Sound like the best way to do it?

Also--is it OK to use a union outdoors?  If not that would explain why there aren't any.


----------



## TMonter (Sep 15, 2008)

I believe you don't want a union on the outside of the structure for several reasons one of which is corrosion. Might have to find a plumbing forum and ask a few questions. What size is the line heading through the wall of the house?

As for flushing the gas line shut the line off at the meter and when you tap into the line see if you can find and elbow or other fitting inside where you may be able to detach the line and add a tee instead. This is what I did when I re-piped my water heater gas line.


----------



## guy48065 (Sep 16, 2008)

ALL the gas pipe is outside with only a short length punched thru the wall directly to each heater.


----------



## webbie (Sep 16, 2008)

I don't see a problem with a union outdoors - I think I have seen many such unions around and on the connections to the gas meters!

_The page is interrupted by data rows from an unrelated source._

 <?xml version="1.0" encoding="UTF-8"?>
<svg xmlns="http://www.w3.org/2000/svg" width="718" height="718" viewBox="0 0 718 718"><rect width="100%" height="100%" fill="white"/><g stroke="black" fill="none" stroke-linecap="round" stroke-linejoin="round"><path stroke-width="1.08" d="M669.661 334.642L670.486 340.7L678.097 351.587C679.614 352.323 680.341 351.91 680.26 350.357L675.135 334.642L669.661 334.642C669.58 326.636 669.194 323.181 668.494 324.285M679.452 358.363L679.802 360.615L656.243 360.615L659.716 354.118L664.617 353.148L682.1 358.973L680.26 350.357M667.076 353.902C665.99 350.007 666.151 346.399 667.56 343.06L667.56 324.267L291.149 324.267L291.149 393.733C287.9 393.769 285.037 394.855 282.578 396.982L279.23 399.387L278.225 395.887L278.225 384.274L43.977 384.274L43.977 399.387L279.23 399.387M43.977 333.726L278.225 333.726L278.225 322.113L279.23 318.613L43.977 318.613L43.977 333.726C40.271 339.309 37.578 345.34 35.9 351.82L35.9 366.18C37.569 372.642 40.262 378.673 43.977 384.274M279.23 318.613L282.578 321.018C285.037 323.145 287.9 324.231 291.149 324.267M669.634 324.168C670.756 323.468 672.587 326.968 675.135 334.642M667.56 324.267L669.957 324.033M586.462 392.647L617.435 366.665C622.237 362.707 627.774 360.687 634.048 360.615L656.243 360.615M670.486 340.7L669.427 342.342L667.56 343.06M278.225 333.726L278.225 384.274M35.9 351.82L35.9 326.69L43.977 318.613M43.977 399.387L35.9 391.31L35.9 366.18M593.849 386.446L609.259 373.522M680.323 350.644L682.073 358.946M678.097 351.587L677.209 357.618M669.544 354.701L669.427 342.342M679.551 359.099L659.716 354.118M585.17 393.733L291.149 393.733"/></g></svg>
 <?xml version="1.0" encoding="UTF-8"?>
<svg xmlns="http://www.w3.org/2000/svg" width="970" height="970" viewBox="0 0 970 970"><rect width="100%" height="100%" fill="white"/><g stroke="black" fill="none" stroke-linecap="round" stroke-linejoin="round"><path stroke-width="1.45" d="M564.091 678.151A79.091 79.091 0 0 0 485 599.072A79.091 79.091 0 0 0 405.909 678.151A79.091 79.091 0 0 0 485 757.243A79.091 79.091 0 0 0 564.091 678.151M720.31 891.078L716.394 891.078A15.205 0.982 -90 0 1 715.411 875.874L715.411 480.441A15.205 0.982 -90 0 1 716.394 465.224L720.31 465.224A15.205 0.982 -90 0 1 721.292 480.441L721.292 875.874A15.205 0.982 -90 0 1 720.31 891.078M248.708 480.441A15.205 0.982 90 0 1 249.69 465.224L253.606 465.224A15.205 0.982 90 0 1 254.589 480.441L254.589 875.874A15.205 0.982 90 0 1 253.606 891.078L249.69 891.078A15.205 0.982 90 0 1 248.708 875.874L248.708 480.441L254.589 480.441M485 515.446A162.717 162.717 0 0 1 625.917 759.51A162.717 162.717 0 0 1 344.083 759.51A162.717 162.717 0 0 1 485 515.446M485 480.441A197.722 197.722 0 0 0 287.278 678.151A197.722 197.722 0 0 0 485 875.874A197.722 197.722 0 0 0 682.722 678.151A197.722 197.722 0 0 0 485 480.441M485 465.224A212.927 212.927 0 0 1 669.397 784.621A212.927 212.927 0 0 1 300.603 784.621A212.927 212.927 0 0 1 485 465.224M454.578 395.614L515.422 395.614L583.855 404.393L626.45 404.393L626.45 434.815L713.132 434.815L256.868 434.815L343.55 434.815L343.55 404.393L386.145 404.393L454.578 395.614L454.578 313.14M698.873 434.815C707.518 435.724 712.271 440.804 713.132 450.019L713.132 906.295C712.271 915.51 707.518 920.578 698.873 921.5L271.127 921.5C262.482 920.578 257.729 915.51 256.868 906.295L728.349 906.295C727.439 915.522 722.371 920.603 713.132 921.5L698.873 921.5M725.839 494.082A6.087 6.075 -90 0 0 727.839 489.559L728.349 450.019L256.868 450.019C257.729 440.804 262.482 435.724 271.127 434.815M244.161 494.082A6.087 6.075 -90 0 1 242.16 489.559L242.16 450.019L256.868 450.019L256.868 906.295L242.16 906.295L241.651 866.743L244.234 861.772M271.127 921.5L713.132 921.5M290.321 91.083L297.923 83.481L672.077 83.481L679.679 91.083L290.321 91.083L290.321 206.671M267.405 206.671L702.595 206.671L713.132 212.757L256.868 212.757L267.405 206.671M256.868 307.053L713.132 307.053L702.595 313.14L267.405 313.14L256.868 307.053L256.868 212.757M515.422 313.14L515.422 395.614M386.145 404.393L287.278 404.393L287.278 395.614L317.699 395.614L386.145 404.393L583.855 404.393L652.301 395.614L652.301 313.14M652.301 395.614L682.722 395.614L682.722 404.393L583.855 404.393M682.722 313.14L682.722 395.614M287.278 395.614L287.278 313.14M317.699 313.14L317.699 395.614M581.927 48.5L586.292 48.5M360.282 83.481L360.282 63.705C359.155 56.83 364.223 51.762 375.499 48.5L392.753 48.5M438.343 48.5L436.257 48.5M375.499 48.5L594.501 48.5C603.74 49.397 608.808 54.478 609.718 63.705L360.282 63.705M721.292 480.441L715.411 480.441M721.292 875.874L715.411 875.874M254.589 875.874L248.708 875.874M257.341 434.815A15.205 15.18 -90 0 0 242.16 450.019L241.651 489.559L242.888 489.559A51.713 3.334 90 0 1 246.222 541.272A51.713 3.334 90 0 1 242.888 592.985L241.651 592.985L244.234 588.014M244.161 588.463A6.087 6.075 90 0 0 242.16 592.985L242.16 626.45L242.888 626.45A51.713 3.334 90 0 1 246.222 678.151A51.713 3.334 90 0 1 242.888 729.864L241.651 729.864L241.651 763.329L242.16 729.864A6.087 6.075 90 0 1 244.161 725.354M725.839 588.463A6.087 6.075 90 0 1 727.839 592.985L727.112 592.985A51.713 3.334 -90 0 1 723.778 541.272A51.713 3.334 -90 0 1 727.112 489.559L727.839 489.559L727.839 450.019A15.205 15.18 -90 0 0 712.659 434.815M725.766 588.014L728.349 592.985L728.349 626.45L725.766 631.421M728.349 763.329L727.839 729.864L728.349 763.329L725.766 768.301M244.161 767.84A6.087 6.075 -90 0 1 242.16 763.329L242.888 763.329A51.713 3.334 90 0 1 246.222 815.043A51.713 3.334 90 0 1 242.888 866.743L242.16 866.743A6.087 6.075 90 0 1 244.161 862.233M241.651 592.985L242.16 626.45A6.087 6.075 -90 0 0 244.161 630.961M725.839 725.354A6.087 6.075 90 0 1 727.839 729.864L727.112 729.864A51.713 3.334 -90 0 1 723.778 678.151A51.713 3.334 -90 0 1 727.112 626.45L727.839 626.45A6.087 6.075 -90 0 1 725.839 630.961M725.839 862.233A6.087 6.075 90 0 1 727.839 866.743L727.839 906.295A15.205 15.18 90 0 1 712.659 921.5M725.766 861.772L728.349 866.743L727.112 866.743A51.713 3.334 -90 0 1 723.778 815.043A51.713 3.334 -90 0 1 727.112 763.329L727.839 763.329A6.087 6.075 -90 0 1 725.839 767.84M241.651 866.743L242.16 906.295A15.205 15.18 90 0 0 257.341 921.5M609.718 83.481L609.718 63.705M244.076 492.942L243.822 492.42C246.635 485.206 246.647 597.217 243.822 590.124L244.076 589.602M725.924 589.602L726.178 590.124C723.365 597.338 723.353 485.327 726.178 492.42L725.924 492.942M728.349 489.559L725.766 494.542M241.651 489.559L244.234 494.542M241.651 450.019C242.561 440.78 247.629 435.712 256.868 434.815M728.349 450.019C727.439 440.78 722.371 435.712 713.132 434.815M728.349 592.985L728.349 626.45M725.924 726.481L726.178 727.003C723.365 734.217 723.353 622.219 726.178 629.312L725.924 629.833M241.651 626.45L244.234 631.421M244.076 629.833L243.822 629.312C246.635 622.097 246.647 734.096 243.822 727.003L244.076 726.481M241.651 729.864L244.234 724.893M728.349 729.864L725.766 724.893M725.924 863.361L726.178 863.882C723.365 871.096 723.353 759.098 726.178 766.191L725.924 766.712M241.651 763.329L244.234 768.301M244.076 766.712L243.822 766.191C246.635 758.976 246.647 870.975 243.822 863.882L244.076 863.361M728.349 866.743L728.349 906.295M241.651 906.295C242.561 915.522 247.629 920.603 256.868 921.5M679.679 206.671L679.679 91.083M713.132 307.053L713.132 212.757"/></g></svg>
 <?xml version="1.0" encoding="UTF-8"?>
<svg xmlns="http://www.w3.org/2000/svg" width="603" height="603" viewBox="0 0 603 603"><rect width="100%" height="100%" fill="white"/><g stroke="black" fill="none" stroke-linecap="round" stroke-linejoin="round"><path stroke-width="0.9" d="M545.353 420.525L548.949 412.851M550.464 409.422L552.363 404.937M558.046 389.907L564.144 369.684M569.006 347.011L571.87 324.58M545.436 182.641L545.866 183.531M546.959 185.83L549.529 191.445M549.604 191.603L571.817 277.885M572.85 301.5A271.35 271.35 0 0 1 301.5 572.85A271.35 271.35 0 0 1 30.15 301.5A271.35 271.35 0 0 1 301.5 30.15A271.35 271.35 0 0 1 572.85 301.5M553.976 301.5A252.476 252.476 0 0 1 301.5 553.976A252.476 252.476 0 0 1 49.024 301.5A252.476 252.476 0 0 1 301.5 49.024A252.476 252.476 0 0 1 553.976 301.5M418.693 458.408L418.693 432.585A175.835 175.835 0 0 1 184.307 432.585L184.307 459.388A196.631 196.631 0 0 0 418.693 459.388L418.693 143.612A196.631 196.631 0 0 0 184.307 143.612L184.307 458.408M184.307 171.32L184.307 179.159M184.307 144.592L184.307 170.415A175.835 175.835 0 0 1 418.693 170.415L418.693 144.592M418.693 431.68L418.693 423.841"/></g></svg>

But I can't admit to having read the nat gas code book lately.


----------



## PaulRicklefs (Sep 27, 2008)

guy48065 said:
			
		

> I'm installing a gas (wood)stove in my vacation cabin.  The existing natural gas piping runs around the outside of the brick and there isn't a single union anywhere.  In order to tee into the pipe I was going to saw into the pipe where I want to install the tee but I'm not sure how to do it safely.  Best idea I can come up with is to turn off the gas at the meter & disconnect it there.  Also disconnect at my water heater which is the farthest termination point.  Use compressor to flow air through the pipe to hopefully eliminate the explosion hazard and then saw the pipe & proceed with the plumbing.
> 
> Sound like the best way to do it?
> 
> Also--is it OK to use a union outdoors?  If not that would explain why there aren't any.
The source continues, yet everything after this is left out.